School of Education
September 1, 2011
“My life experiences helped me realize that I was meant to be a teacher.”
“A man who carries a cat by the tail learns something he can learn in no other way.” (Mark Twain)
In the back on my mind I have always thought that some day I would be a teacher. However, my journey to get here has been long (longer than I would have liked sometimes) and filled with experiences that have shaped who I am and, indirectly, helped me realize that I was meant to be a teacher.
I have held an array of jobs in my life, and as I reflect back on them I realize that they have given me the opportunity to teach or help someone learn.
One of the earliest memories I have of embracing the satisfaction from watching someone understand something, or “get it”, was while I was coaching volleyball camps when I was in high school. I recall on a number of occasions watching young volleyball athletes make a good pass or have the right timing to hit the ball properly. I enjoyed that feeling as my instruction and encouragement helped a player succeed. I could teach players a certain skill, help them get better, and then watch how their accomplishments put smiles on their faces. It was moments like this that unknowingly set a foundation of teaching for me.

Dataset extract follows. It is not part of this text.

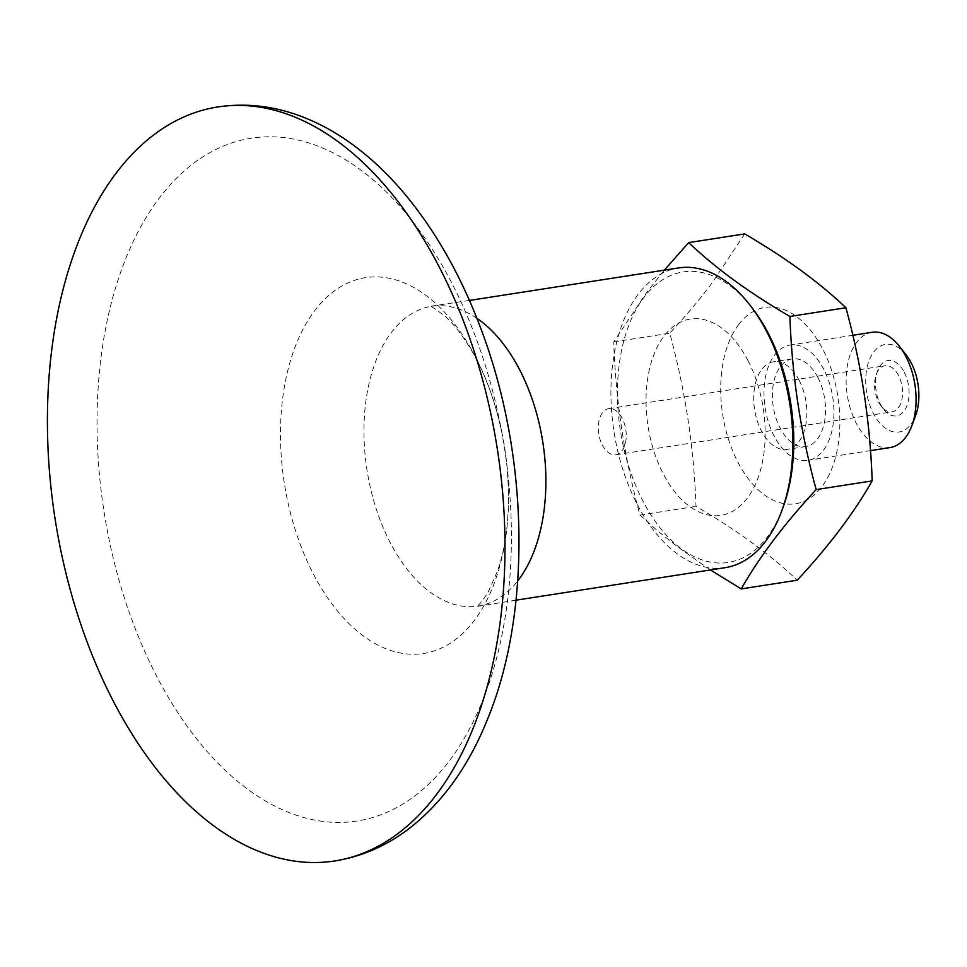 <?xml version="1.0" encoding="UTF-8"?>
<svg xmlns="http://www.w3.org/2000/svg" width="967" height="967" viewBox="0 0 967 967"><rect width="100%" height="100%" fill="white"/><g stroke="black" fill="none" stroke-linecap="round" stroke-linejoin="round"><path stroke-width="0.73" stroke-dasharray="4.83 3.63" d="M751.83 307.518A146.996 86.268 -98.8 0 0 629.747 322.93A146.996 86.268 -98.8 0 0 661.948 530.073A146.996 86.268 -98.8 0 0 782.944 507.699M748.132 360.884A99.347 58.298 -98.8 0 0 663.858 336.323A99.347 58.298 -98.8 0 0 663.096 473.54A99.347 58.298 -98.8 0 0 747.358 498.102A99.347 58.298 -98.8 0 0 748.132 360.884M602.284 444.953A23.329 13.695 -98.8 0 0 615.846 454.78A23.329 13.695 -98.8 0 0 625.794 429.626A23.329 13.695 -98.8 0 0 608.678 408.666A23.329 13.695 -98.8 0 0 602.284 444.953M725.177 567.665A151.674 89 81.2 0 1 615.653 441.278A151.674 89 81.2 0 1 678.58 267.932M500.604 426.121A345.473 202.732 -98.8 0 0 500.253 424.32A345.473 202.732 -98.8 0 0 238.1 141.025A345.473 202.732 -98.8 0 0 107.808 533.119A345.473 202.732 -98.8 0 0 356.738 821.068A345.473 202.732 -98.8 0 0 507.784 472.79A345.473 202.732 -98.8 0 0 500.604 426.121M898.561 375.534A23.329 13.695 -98.8 0 0 884.986 365.719A23.329 13.695 -98.8 0 0 876.295 374.41A23.329 13.695 -98.8 0 0 878.592 402.006A23.329 13.695 -98.8 0 0 881.239 406.188A23.329 13.695 -98.8 0 0 892.154 411.833A23.329 13.695 -98.8 0 0 898.561 375.534M904.29 372.319A27.995 16.427 81.2 0 1 905.438 408.896A27.995 16.427 81.2 0 1 883.5 409.089A27.995 16.427 81.2 0 1 877.577 370.953A27.995 16.427 81.2 0 1 904.29 372.319M906.248 355.107A44.337 26.012 -98.8 0 0 869.43 359.76A44.337 26.012 -98.8 0 0 879.136 422.228A44.337 26.012 -98.8 0 0 915.628 415.484M890.063 447.576A58.334 34.232 81.2 0 1 856.133 423.014A58.334 34.232 81.2 0 1 872.149 332.285M823.932 369.624A58.334 34.232 -98.8 0 0 790.003 345.062A58.334 34.232 -98.8 0 0 773.999 435.779A58.334 34.232 -98.8 0 0 807.916 460.34A58.334 34.232 -98.8 0 0 823.932 369.624M817.937 377.565A44.337 26.012 -98.8 0 0 792.154 358.89A44.337 26.012 -98.8 0 0 779.982 427.837A44.337 26.012 -98.8 0 0 805.765 446.512A44.337 26.012 -98.8 0 0 817.937 377.565M799.262 380.466A44.337 26.012 -98.8 0 0 773.479 361.791A44.337 26.012 -98.8 0 0 761.319 430.738A44.337 26.012 -98.8 0 0 787.102 449.413A44.337 26.012 -98.8 0 0 799.262 380.466M710.419 569.962L679.245 548.011L658.563 531.717L639.985 515.073C624.489 458.406 615.737 400.689 613.731 341.919L646.258 293.037L664.365 270.131M613.731 341.919L669.732 333.216C685.24 389.882 694.004 447.6 695.998 506.357C736.491 529.928 770.24 554.538 797.219 580.2M639.985 515.073L695.998 506.357M744.687 233.905L712.147 282.787C700.301 298.755 686.159 315.556 669.732 333.216M476.888 318.276A151.674 89 -98.8 0 0 431.62 306.321A151.674 89 -98.8 0 0 425.891 307.542A151.674 89 -98.8 0 0 368.693 479.668A151.674 89 -98.8 0 0 478.218 606.055A151.674 89 -98.8 0 0 517.708 580.913M358.116 279.221A190.136 111.58 -98.8 0 0 286.401 495.019A190.136 111.58 -98.8 0 0 423.413 653.511A190.136 111.58 -98.8 0 0 506.551 461.815A190.136 111.58 -98.8 0 0 502.598 436.129A190.136 111.58 -98.8 0 0 502.405 435.138A190.136 111.58 -98.8 0 0 358.116 279.221M738.534 324.719A99.347 58.298 81.2 0 1 822.808 349.268A99.347 58.298 81.2 0 1 822.047 486.498A99.347 58.298 81.2 0 1 737.773 461.936A99.347 58.298 81.2 0 1 738.534 324.719M469.442 300.435L429.686 306.382C429.686 305.089 434.969 308.533 445.533 316.717C453.861 324.066 462.637 335.489 471.872 350.973C485.519 374.531 495.696 402.586 502.405 435.138L500.253 424.32M516.04 600.181L476.356 606.575C476.646 605.39 476.973 609.403 488.178 592.155L497.582 570.941C507.76 541.363 510.757 504.992 506.551 461.815L507.784 472.79M881.239 406.188L883.5 409.089M876.295 374.41L877.577 370.953M615.846 454.78L892.154 411.833M608.678 408.666L884.986 365.719M852.991 335.271L790.003 345.062M870.626 450.598L807.916 460.34M792.154 358.89L773.479 361.791M805.765 446.512L787.102 449.413"/><path stroke-width="1.45" d="M781.662 511.156L782.944 507.699A146.996 86.268 -98.8 0 0 789.181 394.451A146.996 86.268 -98.8 0 0 751.83 307.518L749.558 304.617A151.674 89 81.2 0 1 788.105 394.306A151.674 89 81.2 0 1 781.662 511.156A151.674 89 81.2 0 1 725.177 567.665L516.04 600.181M469.442 300.435L678.58 267.932A151.674 89 81.2 0 1 749.558 304.617M493.097 424.888A381.506 223.873 -98.8 0 0 217.611 106.986A381.506 223.873 -98.8 0 0 203.203 110.069A381.506 223.873 -98.8 0 0 57.041 530.726A381.506 223.873 -98.8 0 0 334.812 860.944A381.506 223.873 -98.8 0 0 493.097 424.888M911.796 425.843L915.628 415.484A44.337 26.012 -98.8 0 0 911.277 363.048A44.337 26.012 -98.8 0 0 906.248 355.107L899.443 346.404A58.334 34.232 81.2 0 1 906.067 356.859A58.334 34.232 81.2 0 1 911.796 425.843A58.334 34.232 81.2 0 1 890.063 447.576L870.626 450.598M852.991 335.271L872.149 332.285A58.334 34.232 81.2 0 1 899.443 346.404M664.365 270.131L688.649 242.657M741.218 588.915L797.219 580.2C828.961 546.053 853.946 512.945 872.174 480.901C870.179 422.132 861.428 364.414 845.907 307.748C818.928 282.086 785.192 257.476 744.687 233.905L688.685 242.608C715.677 268.282 749.413 292.892 789.906 316.463C791.913 375.22 800.664 432.938 816.172 489.604C784.442 523.751 759.458 556.859 741.218 588.915L710.419 569.962M845.907 307.748L789.906 316.463M816.172 489.604L872.174 480.901M517.708 580.913A151.674 89 -98.8 0 0 541.145 432.696A151.674 89 -98.8 0 0 476.888 318.276M217.611 106.986C244.856 102.901 271.969 105.754 298.972 115.544C316.475 121.915 333.361 130.883 349.619 142.415C369.334 156.436 387.755 173.685 404.907 194.186C436.383 232.068 461.972 277.589 481.663 330.75C528.997 456.895 531.814 612.836 487.078 720.33C468.366 766.529 442.415 802.586 409.21 828.501C386.595 845.787 361.803 856.605 334.812 860.944"/></g></svg>

After graduating from the University of Oregon with a degree in psychology, my first “real world” job was working at a group home for abused children called Olive Crest. I recall a number of occasions tutoring residents when they finally understood a concept or worked through a problem. It was not always easy, but the feeling of accomplishment in their faces was rewarding. It amazes me that I can still feel the sense of satisfaction I got, like it was yesterday. Without realizing it at the time, those moments built on that foundation that has led me where I am today. However, after Olive Crest, my teaching path was by no means set in my mind. I still had other waters to test.
I do not like to leave a rock unturned, and this has led me to try my hand at various jobs throughout the years — jobs that have provided me with the opportunity to teach in some way or another. While working on private yachts, I had the opportunity to help out at an orphanage in Cancun, Mexico during my free time. I taught the kids English and did my best to make their days brighter by spending time with them.
After a wonderful experience in the boating world I came home and obtained my license to work as an Emergency Medical Technician (EMT). Working as an EMT I assisted instructors who taught adults and young people critical CPR and first-aid skills. Regardless of the job, I always found an opportunity to teach something and savor the satisfaction I got from seeing the outcome of my efforts. Again, these opportunities unknowingly groomed me to become an educator.
It was about this time that I decided to go back to school and applied to graduate school for physician’s assistant. I was required to retake a few classes because a number of years had passed since I took them as an undergraduate. One of the classes was a biology class and the other was a chemistry class. It was these two classes in particular that were the impetus that ultimately led me to choose a career in teaching. My biology professor, Dr. Huntley, was instrumental in helping me realize that I am a science nerd and that appreciation for the world around me is essential. I fell in love with biology/science.
As I mentioned, I had to retake a chemistry class as well. While taking the chemistry class I tutored some of the other students, which helped me to understand the material more. But even more, it sparked that old feeling I had felt so many times before from teaching. I was finally putting it together. I could combine my passion for science and the satisfaction I got from teaching it to other people. I could teach science to young people and help them to develop a passion for it!
It has been ten years since I graduated from college, and I am preparing to embark on probably my most exciting endeavor. Why did I wait so long? Many of my college friends followed the traditional academic track. They completed their undergraduate work in four years and then went on to graduate school. I did not. Often times I have thought about why I did not go the traditional route and that maybe I screwed up and made decisions that were not beneficial for me. But then I catch myself. I look back at all the amazing experiences and opportunities I have been afforded and how they have indirectly led me to a teaching career. Those experiences allowed me to discover that I was truly meant to teach and the worry of whether I did it the “right” way has disappeared.